Your goal | The required result is the number of lines below that hold the word "адитивна", stated without anything else.

Task material |

□ □ □ □ □

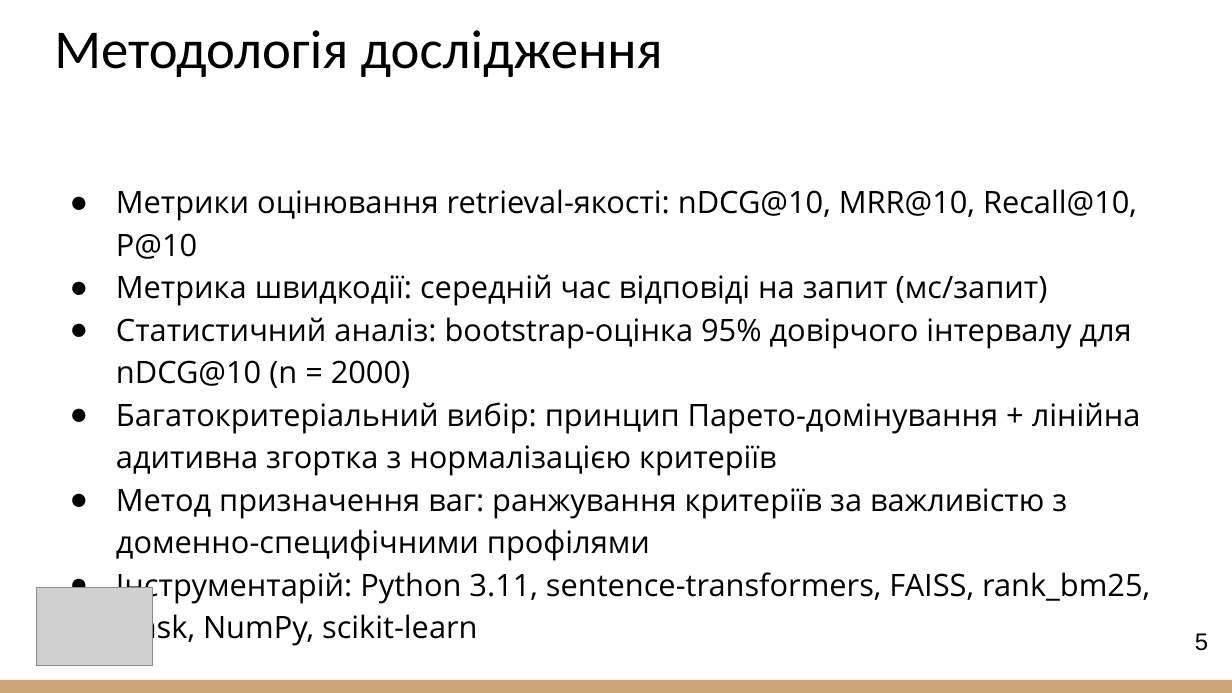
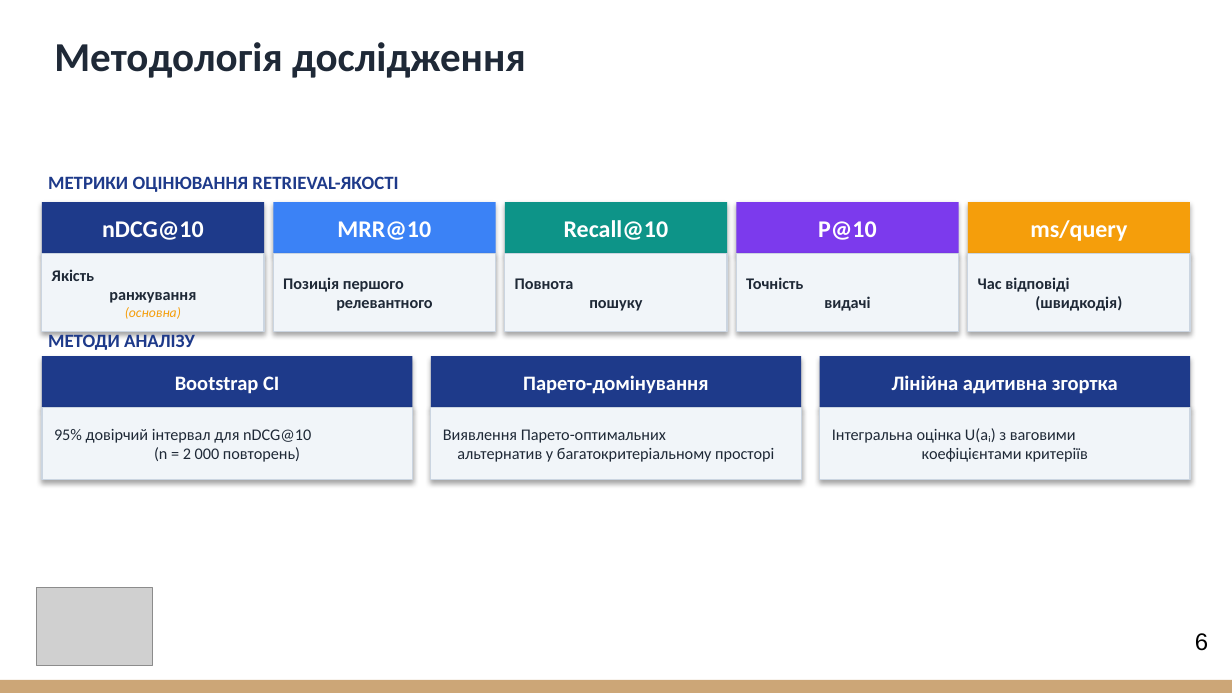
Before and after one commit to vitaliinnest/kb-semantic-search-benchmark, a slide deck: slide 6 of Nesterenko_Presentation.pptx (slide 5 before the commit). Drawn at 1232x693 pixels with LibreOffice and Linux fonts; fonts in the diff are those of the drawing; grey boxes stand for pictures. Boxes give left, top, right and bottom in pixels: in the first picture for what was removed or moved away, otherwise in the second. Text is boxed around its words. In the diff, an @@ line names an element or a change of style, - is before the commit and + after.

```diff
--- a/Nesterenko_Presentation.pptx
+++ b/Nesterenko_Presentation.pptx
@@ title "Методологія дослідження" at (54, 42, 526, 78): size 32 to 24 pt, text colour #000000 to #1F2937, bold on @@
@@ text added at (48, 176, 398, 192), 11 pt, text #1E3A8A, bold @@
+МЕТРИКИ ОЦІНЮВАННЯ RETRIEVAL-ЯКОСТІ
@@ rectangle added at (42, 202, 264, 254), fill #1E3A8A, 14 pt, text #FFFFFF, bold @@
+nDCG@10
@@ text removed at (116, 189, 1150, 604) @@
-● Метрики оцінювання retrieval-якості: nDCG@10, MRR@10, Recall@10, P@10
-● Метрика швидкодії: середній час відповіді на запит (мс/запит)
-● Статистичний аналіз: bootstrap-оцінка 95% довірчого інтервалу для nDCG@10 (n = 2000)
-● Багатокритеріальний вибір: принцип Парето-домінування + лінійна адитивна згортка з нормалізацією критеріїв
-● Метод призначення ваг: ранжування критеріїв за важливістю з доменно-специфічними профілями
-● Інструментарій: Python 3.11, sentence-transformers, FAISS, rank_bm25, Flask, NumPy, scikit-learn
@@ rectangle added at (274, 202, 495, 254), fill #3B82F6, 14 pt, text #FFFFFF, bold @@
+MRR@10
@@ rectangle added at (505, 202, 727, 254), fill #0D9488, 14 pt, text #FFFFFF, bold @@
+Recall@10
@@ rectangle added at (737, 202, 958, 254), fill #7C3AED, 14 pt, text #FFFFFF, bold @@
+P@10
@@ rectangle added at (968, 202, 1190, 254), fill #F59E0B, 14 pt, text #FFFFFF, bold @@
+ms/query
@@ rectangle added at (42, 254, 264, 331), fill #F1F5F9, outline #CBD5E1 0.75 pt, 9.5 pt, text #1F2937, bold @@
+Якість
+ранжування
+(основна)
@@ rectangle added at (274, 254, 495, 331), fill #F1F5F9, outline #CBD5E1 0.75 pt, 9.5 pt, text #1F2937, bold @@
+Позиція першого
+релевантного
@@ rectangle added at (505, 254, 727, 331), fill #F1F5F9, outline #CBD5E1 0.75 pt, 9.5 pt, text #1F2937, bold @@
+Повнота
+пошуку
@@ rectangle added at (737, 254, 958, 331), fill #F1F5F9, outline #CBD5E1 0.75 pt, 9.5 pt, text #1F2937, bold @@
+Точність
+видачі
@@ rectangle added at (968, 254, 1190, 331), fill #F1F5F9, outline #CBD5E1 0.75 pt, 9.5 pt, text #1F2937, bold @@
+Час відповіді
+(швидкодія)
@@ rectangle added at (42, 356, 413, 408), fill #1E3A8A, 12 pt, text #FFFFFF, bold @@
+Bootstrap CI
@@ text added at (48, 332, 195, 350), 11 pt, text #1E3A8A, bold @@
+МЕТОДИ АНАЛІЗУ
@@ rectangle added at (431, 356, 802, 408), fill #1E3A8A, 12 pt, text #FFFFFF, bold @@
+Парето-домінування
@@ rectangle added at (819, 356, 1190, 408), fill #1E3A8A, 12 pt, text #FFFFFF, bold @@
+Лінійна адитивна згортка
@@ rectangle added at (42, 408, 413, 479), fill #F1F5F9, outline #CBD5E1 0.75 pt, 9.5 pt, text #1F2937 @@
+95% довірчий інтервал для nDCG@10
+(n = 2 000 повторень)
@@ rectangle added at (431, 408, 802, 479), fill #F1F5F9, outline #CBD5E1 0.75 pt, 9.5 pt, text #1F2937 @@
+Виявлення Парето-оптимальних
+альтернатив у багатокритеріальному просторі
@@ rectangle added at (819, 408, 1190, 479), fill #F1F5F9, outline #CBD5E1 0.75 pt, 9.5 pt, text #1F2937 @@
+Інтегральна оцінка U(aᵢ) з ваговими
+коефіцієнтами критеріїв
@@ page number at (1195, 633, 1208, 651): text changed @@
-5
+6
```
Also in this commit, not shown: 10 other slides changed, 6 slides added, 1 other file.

□ □ □ □ □

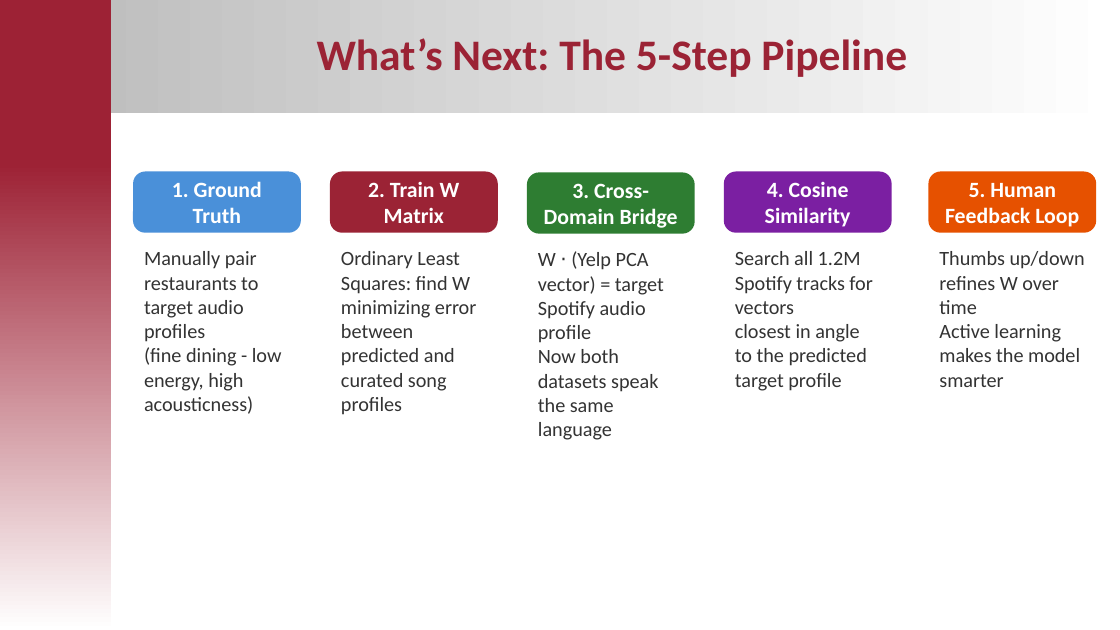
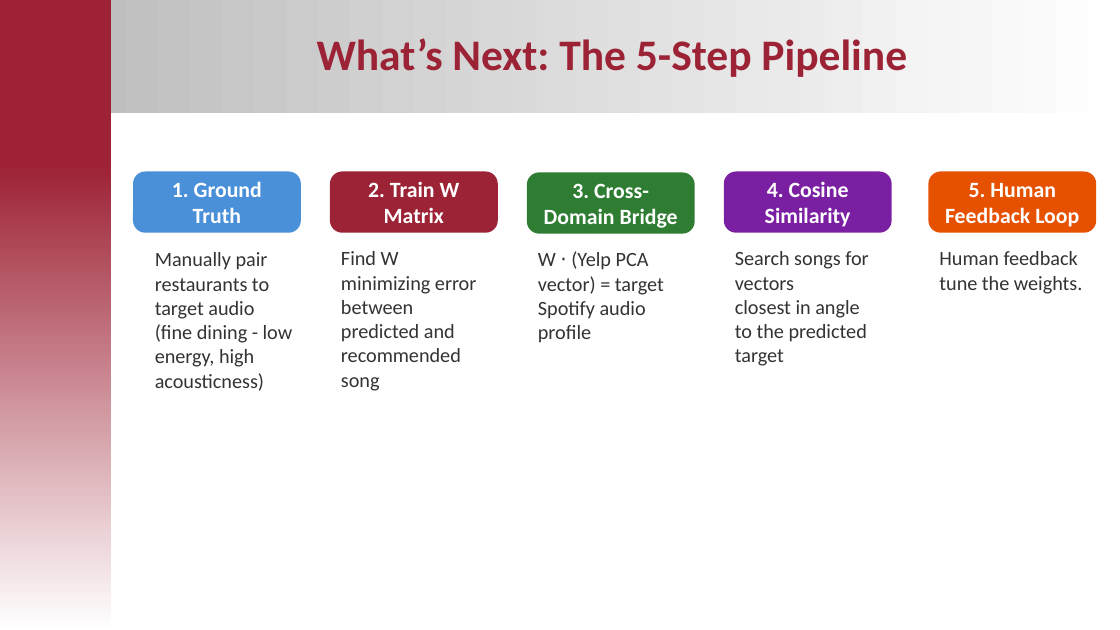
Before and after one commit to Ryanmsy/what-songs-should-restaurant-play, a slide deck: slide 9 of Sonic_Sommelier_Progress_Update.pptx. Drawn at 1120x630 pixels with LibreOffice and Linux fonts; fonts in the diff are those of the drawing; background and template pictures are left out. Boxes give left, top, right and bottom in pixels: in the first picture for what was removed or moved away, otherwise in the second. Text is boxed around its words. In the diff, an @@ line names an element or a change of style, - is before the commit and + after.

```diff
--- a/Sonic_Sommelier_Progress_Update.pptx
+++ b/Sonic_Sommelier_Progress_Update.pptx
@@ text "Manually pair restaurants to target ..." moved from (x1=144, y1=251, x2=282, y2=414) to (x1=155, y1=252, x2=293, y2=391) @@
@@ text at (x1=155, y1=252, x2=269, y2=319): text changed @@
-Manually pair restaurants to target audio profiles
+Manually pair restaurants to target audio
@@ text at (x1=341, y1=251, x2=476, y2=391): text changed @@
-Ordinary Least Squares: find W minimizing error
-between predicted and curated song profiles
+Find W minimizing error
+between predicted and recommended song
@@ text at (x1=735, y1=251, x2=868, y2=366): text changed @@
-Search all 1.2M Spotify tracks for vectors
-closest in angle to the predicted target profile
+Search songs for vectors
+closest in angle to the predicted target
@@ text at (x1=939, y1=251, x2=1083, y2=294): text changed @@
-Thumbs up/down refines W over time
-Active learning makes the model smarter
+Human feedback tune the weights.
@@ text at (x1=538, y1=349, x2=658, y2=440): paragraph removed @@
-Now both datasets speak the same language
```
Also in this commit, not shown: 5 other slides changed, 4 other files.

□ □ □ □ □

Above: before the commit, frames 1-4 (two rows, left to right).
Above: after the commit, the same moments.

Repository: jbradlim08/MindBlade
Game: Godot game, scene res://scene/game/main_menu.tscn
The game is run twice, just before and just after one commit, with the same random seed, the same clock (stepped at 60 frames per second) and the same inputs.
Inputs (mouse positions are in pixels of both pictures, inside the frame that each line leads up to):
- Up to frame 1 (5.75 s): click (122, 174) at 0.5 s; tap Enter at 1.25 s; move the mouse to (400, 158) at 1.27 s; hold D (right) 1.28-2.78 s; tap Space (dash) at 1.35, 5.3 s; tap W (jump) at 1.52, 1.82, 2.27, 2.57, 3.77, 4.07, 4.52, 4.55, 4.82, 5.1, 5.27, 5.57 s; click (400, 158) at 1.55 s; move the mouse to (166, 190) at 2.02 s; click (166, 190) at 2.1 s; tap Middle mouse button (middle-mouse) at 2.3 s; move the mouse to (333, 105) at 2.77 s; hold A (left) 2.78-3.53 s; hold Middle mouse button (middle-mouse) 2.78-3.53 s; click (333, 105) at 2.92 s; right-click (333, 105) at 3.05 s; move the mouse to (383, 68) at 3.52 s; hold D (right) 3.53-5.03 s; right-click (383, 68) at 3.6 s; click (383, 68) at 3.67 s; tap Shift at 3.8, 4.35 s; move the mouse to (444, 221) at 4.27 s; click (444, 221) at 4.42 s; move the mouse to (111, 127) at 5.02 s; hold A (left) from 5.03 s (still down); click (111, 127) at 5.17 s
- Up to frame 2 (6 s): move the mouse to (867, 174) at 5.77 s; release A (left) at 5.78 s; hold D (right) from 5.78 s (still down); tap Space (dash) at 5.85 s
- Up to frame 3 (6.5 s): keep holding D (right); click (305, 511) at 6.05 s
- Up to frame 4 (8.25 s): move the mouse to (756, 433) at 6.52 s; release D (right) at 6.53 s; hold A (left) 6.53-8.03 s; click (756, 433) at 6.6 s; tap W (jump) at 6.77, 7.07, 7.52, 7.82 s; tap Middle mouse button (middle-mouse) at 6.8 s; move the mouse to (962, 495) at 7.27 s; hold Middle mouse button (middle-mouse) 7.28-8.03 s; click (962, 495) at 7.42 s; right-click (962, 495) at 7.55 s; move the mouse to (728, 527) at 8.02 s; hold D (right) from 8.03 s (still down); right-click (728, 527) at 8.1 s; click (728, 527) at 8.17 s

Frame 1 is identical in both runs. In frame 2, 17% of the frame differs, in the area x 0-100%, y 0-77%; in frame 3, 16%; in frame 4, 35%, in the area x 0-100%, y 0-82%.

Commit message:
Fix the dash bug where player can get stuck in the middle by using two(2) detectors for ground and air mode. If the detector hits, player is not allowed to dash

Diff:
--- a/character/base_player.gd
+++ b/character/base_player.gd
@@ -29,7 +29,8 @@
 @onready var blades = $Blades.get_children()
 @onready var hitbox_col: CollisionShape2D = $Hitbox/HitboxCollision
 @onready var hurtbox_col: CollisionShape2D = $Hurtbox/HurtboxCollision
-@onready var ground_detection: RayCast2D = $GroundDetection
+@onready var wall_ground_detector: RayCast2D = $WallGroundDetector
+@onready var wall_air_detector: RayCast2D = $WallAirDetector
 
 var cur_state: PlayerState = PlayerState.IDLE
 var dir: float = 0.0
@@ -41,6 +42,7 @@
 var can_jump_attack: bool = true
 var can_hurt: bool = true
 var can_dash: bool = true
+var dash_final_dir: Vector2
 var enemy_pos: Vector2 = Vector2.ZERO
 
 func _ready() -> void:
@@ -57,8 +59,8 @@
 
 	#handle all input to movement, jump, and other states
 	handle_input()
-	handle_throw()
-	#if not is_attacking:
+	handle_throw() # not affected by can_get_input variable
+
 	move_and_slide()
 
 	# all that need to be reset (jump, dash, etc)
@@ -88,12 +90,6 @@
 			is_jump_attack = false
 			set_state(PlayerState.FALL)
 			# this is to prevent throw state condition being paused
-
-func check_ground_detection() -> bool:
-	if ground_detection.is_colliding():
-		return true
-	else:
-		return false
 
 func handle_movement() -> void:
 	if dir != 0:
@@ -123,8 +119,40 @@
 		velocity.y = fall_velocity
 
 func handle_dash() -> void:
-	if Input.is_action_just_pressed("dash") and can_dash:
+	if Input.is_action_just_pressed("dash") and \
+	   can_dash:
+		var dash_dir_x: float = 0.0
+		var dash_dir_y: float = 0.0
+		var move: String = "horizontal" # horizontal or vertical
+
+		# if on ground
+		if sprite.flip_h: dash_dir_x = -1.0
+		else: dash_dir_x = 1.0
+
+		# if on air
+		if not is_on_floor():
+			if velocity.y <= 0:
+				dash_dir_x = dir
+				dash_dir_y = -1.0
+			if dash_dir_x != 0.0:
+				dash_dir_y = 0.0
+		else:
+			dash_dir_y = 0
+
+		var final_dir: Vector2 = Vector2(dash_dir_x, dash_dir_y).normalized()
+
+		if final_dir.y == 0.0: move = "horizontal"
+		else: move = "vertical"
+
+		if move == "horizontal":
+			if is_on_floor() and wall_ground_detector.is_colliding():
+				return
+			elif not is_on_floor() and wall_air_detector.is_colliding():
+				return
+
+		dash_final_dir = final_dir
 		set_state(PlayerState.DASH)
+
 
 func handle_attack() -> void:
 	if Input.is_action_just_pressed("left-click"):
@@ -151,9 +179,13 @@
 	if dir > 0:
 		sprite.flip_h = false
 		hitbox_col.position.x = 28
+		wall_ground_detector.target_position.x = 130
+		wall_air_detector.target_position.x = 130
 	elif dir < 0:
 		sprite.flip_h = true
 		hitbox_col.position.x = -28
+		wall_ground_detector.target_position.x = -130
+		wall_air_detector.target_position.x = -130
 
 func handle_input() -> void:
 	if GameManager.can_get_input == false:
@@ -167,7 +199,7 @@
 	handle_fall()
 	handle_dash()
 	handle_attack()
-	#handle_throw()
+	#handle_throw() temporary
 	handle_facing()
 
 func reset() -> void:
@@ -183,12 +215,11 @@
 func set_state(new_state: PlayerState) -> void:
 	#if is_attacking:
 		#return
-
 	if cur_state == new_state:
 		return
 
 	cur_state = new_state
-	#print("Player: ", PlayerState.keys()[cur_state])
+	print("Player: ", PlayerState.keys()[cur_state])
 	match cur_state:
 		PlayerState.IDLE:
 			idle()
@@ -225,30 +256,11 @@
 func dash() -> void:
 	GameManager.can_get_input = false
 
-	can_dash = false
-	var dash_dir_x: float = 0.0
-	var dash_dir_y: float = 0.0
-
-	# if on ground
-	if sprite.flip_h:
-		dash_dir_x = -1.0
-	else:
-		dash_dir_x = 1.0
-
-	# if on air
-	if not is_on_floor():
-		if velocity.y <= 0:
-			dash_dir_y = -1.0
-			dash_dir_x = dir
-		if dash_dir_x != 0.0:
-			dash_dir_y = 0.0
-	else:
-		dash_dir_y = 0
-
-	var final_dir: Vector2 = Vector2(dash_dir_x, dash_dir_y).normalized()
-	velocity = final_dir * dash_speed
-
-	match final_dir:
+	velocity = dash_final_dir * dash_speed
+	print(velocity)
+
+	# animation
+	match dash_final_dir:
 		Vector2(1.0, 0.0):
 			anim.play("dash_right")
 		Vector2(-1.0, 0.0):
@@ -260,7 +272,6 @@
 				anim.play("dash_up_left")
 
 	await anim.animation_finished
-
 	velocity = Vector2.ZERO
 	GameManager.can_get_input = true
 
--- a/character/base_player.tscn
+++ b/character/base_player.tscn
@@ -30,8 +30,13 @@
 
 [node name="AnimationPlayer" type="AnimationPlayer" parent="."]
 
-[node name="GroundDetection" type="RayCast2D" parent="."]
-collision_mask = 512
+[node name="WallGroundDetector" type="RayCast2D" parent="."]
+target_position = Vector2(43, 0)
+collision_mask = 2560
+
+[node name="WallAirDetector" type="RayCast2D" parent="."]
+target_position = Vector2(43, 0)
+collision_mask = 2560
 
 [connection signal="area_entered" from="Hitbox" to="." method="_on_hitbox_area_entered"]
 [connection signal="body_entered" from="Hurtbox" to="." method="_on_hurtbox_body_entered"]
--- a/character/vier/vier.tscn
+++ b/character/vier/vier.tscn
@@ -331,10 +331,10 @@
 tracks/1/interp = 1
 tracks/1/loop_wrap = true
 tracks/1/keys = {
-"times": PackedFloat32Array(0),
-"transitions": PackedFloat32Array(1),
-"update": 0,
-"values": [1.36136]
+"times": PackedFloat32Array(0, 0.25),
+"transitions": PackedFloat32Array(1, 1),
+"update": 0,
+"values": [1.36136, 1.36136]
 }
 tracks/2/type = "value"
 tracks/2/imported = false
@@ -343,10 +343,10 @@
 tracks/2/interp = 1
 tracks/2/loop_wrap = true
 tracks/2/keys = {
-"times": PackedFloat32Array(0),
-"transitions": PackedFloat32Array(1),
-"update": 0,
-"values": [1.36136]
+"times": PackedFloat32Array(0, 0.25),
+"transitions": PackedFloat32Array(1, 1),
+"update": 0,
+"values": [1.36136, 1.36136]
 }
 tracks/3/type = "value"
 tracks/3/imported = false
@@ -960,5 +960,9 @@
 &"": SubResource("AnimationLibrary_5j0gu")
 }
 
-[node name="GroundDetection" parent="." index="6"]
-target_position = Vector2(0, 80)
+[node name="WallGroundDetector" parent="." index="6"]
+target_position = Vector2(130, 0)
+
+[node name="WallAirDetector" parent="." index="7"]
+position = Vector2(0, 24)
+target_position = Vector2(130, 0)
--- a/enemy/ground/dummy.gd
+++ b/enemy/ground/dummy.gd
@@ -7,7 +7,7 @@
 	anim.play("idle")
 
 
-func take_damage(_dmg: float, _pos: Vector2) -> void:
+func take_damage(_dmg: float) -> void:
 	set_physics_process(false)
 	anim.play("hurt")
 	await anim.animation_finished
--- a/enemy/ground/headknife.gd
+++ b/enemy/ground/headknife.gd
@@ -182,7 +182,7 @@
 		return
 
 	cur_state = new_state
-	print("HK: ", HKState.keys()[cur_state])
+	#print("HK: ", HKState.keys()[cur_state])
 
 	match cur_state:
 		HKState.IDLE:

□ □ □ □ □

Exercise response | 2